Exercise goal | Omit all pictures. Reproduce exactly the lines from the first line of the records below through the line with "corner_diameter = flats".

Records from a collection
════════

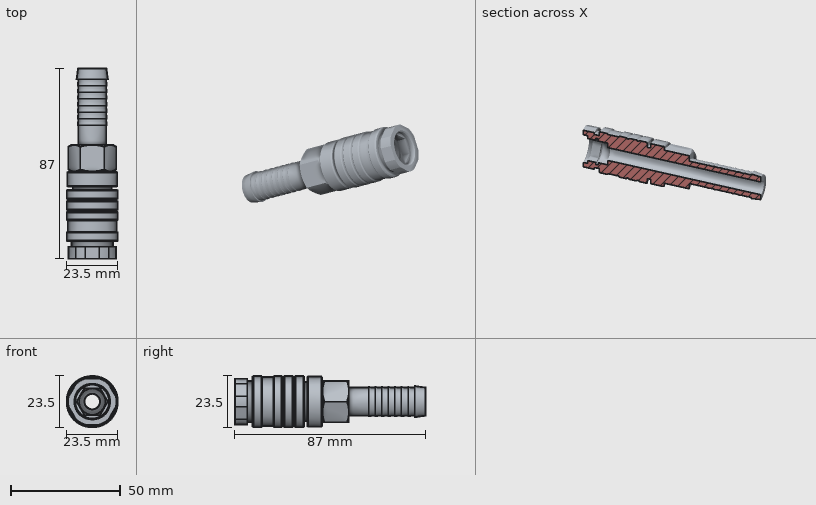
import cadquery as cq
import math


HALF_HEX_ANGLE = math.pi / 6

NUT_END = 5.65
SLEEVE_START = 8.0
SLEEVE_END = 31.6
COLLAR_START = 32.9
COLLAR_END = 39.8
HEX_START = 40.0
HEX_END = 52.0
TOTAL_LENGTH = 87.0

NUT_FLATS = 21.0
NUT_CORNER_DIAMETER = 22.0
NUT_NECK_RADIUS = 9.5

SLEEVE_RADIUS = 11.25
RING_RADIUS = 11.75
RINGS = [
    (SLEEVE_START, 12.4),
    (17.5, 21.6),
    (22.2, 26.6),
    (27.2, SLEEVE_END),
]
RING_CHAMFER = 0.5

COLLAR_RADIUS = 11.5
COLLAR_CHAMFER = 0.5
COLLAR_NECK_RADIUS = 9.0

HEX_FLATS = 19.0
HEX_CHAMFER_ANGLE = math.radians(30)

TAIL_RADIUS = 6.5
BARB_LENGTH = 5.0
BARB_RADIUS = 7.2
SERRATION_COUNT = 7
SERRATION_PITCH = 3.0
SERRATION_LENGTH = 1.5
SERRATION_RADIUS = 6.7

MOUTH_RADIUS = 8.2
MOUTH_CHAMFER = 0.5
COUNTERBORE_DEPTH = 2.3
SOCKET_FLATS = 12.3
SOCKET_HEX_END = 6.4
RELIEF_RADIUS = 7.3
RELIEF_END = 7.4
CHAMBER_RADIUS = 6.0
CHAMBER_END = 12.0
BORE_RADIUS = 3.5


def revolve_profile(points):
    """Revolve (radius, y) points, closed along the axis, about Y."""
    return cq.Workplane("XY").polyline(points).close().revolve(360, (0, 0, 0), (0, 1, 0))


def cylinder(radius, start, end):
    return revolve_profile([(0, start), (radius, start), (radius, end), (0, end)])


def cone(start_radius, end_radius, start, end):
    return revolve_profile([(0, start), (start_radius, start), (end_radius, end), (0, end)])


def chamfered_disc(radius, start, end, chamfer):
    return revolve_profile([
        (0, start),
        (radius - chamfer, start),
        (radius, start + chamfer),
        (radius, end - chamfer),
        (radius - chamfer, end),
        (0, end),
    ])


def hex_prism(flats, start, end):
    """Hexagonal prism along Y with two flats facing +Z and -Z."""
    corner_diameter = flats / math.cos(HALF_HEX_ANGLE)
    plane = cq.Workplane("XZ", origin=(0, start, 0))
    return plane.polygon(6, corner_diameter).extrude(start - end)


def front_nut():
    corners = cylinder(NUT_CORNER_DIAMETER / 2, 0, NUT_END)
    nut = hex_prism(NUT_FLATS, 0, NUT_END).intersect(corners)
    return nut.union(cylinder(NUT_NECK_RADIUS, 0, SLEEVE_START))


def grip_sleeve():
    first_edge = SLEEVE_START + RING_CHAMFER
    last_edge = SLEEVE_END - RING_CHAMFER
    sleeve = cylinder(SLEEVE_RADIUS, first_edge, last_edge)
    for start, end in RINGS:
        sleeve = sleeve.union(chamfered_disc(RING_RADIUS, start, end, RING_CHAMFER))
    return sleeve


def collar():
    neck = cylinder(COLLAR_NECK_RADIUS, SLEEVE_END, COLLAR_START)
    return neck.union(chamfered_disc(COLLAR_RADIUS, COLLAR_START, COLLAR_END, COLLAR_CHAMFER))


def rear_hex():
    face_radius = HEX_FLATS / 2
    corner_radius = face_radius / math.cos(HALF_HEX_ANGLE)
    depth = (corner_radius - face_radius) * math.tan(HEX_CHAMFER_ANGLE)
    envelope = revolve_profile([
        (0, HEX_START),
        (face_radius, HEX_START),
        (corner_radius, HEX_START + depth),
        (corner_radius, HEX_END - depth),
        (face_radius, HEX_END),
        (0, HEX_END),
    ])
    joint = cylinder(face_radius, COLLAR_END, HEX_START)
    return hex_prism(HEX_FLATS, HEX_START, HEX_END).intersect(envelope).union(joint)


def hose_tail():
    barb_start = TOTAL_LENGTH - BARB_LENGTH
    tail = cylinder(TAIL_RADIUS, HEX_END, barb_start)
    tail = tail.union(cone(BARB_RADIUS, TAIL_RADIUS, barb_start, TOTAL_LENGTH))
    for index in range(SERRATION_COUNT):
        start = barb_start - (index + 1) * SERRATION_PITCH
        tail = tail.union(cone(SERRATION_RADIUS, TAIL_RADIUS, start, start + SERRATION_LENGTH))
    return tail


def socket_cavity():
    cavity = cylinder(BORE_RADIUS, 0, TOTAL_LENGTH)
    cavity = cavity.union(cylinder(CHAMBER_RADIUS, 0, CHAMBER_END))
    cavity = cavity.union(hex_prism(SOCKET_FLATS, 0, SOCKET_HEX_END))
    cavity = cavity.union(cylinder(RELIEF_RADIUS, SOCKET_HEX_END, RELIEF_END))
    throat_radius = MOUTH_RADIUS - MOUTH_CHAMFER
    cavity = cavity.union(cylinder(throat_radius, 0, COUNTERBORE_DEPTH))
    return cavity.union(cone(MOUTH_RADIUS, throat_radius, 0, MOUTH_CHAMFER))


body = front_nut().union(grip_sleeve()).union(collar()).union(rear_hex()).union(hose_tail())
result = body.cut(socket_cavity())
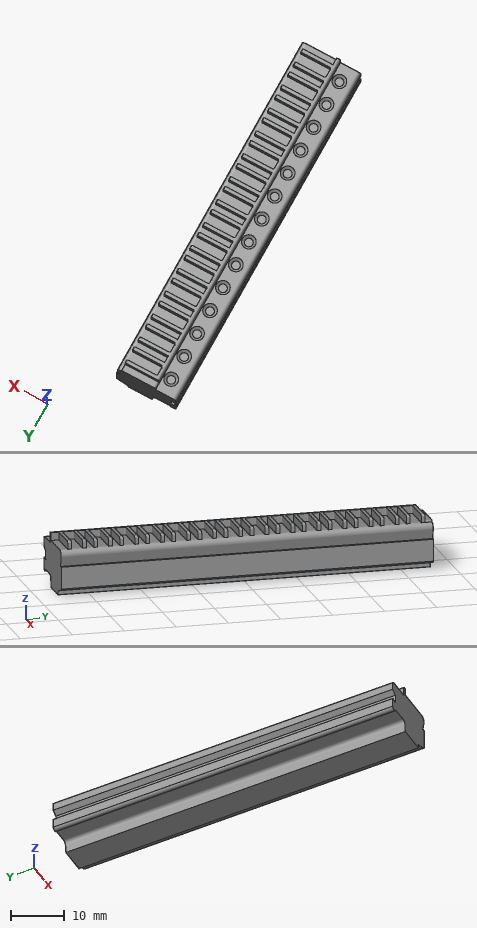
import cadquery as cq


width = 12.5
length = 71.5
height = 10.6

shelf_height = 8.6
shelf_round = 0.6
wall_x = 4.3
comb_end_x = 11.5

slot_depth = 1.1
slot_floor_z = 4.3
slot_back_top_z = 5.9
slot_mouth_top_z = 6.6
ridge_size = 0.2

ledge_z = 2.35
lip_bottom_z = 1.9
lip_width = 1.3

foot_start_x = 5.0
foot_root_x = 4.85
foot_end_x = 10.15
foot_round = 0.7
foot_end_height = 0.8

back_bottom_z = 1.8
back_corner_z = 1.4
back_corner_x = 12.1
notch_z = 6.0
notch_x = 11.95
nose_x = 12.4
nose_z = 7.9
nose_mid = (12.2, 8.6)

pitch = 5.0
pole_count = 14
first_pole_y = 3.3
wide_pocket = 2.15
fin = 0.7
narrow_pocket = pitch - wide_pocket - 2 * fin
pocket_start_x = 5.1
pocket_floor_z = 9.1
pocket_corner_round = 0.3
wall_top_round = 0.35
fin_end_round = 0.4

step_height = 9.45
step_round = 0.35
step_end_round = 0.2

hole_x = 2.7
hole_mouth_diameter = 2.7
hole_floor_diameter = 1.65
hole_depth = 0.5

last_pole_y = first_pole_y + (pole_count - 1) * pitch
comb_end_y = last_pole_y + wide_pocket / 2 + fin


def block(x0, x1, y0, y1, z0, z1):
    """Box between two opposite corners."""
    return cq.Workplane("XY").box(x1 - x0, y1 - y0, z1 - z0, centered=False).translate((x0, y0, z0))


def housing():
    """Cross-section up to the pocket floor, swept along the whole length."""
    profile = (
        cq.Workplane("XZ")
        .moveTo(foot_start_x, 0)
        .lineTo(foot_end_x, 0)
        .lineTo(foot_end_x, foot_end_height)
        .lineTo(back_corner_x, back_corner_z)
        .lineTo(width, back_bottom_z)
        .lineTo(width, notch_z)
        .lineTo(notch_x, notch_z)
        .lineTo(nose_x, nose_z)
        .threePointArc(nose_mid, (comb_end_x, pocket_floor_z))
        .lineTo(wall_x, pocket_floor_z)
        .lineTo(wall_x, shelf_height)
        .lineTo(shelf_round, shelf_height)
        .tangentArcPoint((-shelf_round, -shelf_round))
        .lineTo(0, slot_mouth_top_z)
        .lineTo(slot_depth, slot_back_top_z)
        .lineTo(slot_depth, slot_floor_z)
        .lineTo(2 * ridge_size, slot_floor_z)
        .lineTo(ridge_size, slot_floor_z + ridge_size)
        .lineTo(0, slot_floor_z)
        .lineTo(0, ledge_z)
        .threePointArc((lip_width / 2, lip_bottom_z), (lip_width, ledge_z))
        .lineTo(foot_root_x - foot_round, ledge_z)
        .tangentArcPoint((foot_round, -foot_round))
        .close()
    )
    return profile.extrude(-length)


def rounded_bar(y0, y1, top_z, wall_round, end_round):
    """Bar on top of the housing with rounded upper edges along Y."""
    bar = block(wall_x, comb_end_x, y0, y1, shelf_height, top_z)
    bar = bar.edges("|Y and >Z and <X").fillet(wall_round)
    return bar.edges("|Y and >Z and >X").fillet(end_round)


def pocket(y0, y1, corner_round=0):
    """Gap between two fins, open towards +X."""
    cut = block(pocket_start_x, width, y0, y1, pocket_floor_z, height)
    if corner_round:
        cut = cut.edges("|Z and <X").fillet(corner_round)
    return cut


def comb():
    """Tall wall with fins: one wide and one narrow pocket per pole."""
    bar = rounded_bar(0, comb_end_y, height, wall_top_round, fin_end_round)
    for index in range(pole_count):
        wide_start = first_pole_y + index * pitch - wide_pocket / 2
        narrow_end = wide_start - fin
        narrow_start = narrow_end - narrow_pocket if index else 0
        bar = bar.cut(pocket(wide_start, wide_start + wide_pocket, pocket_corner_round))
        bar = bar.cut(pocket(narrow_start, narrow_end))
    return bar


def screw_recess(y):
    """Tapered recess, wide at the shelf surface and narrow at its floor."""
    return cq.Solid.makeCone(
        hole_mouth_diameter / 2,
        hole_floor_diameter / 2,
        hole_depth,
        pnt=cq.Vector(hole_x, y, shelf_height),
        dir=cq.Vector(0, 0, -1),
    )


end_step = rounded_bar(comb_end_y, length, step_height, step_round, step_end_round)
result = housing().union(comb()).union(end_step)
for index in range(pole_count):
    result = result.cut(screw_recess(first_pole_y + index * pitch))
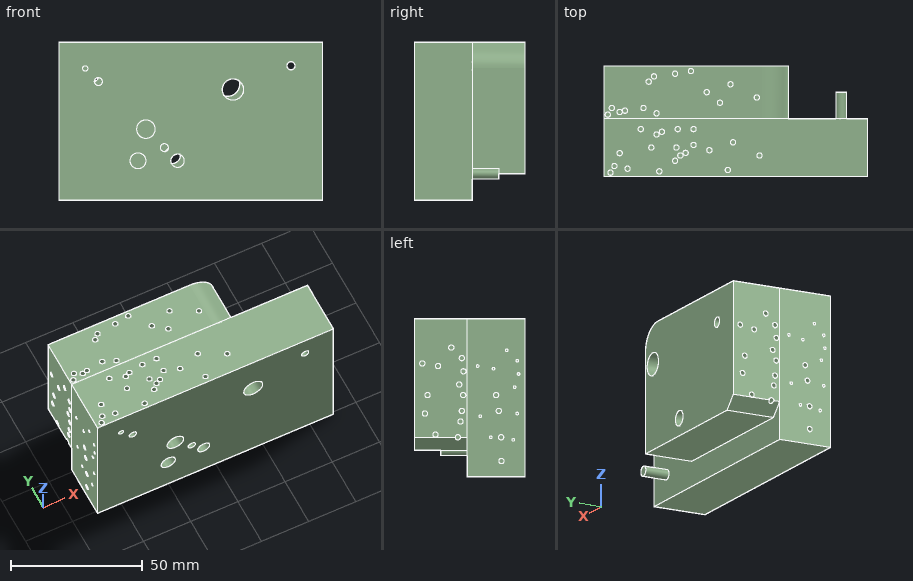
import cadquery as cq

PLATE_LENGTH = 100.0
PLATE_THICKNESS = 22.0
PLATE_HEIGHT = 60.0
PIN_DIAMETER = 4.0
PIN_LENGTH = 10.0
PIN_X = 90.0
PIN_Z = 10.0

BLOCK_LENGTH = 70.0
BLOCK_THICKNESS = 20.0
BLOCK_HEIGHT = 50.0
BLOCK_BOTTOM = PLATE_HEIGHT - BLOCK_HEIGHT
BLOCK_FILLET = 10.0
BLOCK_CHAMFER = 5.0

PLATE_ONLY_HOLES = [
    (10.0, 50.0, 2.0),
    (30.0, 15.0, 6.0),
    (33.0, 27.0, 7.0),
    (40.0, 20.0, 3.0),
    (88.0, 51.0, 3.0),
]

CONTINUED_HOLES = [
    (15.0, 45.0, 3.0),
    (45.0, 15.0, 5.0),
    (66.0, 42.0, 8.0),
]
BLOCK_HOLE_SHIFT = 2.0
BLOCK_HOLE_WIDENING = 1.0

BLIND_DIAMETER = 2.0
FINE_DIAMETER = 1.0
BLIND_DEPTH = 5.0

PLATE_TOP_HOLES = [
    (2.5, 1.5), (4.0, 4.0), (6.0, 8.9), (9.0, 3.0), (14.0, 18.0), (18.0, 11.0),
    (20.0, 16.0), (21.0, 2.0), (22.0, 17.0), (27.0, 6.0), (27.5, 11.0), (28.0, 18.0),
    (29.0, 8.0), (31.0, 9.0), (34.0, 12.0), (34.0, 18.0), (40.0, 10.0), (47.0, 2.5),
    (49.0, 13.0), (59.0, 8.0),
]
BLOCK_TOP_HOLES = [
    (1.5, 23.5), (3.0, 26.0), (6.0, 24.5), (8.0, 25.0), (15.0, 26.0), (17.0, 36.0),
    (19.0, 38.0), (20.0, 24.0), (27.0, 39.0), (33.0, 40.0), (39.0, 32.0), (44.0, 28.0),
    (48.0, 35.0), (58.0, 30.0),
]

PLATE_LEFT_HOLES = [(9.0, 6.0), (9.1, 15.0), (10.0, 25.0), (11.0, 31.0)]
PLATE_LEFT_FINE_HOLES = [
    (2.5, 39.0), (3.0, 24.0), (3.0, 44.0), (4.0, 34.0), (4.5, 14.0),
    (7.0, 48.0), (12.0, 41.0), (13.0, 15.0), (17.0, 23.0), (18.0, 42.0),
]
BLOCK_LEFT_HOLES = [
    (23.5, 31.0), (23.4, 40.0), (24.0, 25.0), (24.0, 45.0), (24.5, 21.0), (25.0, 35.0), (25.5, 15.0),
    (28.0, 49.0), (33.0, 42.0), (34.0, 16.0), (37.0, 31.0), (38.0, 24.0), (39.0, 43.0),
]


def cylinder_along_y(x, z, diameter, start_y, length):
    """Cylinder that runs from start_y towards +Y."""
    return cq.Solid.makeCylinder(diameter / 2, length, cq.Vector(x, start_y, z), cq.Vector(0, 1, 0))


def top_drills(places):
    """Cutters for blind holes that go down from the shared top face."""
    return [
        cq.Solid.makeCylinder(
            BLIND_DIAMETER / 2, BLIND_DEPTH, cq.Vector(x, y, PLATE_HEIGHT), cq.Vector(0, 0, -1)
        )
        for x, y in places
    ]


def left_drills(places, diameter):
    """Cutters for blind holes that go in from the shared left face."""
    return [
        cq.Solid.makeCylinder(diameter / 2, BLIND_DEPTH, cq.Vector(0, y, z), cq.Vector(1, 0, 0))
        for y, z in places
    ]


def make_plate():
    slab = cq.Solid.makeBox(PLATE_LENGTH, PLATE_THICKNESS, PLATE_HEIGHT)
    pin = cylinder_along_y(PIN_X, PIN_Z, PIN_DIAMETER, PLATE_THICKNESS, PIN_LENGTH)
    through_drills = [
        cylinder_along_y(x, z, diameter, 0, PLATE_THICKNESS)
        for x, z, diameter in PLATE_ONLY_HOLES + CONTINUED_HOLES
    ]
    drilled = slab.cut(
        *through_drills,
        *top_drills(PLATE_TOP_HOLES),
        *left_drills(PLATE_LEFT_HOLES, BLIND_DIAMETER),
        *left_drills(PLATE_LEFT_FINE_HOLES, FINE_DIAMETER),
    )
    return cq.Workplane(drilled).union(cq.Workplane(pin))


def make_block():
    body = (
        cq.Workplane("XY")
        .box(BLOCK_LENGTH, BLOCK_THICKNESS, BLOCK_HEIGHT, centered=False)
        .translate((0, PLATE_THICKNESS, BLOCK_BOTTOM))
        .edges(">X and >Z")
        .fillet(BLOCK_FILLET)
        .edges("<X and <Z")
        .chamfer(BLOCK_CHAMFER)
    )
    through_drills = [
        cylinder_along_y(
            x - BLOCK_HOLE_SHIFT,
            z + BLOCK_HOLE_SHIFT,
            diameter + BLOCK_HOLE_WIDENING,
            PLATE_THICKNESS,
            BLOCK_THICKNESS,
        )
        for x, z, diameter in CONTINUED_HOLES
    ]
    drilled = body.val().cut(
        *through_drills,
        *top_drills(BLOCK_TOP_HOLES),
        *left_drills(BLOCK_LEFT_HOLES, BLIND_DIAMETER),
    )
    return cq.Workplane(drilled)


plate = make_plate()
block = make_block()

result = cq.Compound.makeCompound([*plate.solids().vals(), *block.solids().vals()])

════════

Answer section |
import cadquery as cq
import math


HALF_HEX_ANGLE = math.pi / 6

NUT_END = 5.65
SLEEVE_START = 8.0
SLEEVE_END = 31.6
COLLAR_START = 32.9
COLLAR_END = 39.8
HEX_START = 40.0
HEX_END = 52.0
TOTAL_LENGTH = 87.0

NUT_FLATS = 21.0
NUT_CORNER_DIAMETER = 22.0
NUT_NECK_RADIUS = 9.5

SLEEVE_RADIUS = 11.25
RING_RADIUS = 11.75
RINGS = [
    (SLEEVE_START, 12.4),
    (17.5, 21.6),
    (22.2, 26.6),
    (27.2, SLEEVE_END),
]
RING_CHAMFER = 0.5

COLLAR_RADIUS = 11.5
COLLAR_CHAMFER = 0.5
COLLAR_NECK_RADIUS = 9.0

HEX_FLATS = 19.0
HEX_CHAMFER_ANGLE = math.radians(30)

TAIL_RADIUS = 6.5
BARB_LENGTH = 5.0
BARB_RADIUS = 7.2
SERRATION_COUNT = 7
SERRATION_PITCH = 3.0
SERRATION_LENGTH = 1.5
SERRATION_RADIUS = 6.7

MOUTH_RADIUS = 8.2
MOUTH_CHAMFER = 0.5
COUNTERBORE_DEPTH = 2.3
SOCKET_FLATS = 12.3
SOCKET_HEX_END = 6.4
RELIEF_RADIUS = 7.3
RELIEF_END = 7.4
CHAMBER_RADIUS = 6.0
CHAMBER_END = 12.0
BORE_RADIUS = 3.5


def revolve_profile(points):
    """Revolve (radius, y) points, closed along the axis, about Y."""
    return cq.Workplane("XY").polyline(points).close().revolve(360, (0, 0, 0), (0, 1, 0))


def cylinder(radius, start, end):
    return revolve_profile([(0, start), (radius, start), (radius, end), (0, end)])


def cone(start_radius, end_radius, start, end):
    return revolve_profile([(0, start), (start_radius, start), (end_radius, end), (0, end)])


def chamfered_disc(radius, start, end, chamfer):
    return revolve_profile([
        (0, start),
        (radius - chamfer, start),
        (radius, start + chamfer),
        (radius, end - chamfer),
        (radius - chamfer, end),
        (0, end),
    ])


def hex_prism(flats, start, end):
    """Hexagonal prism along Y with two flats facing +Z and -Z."""
    corner_diameter = flats / math.cos(HALF_HEX_ANGLE)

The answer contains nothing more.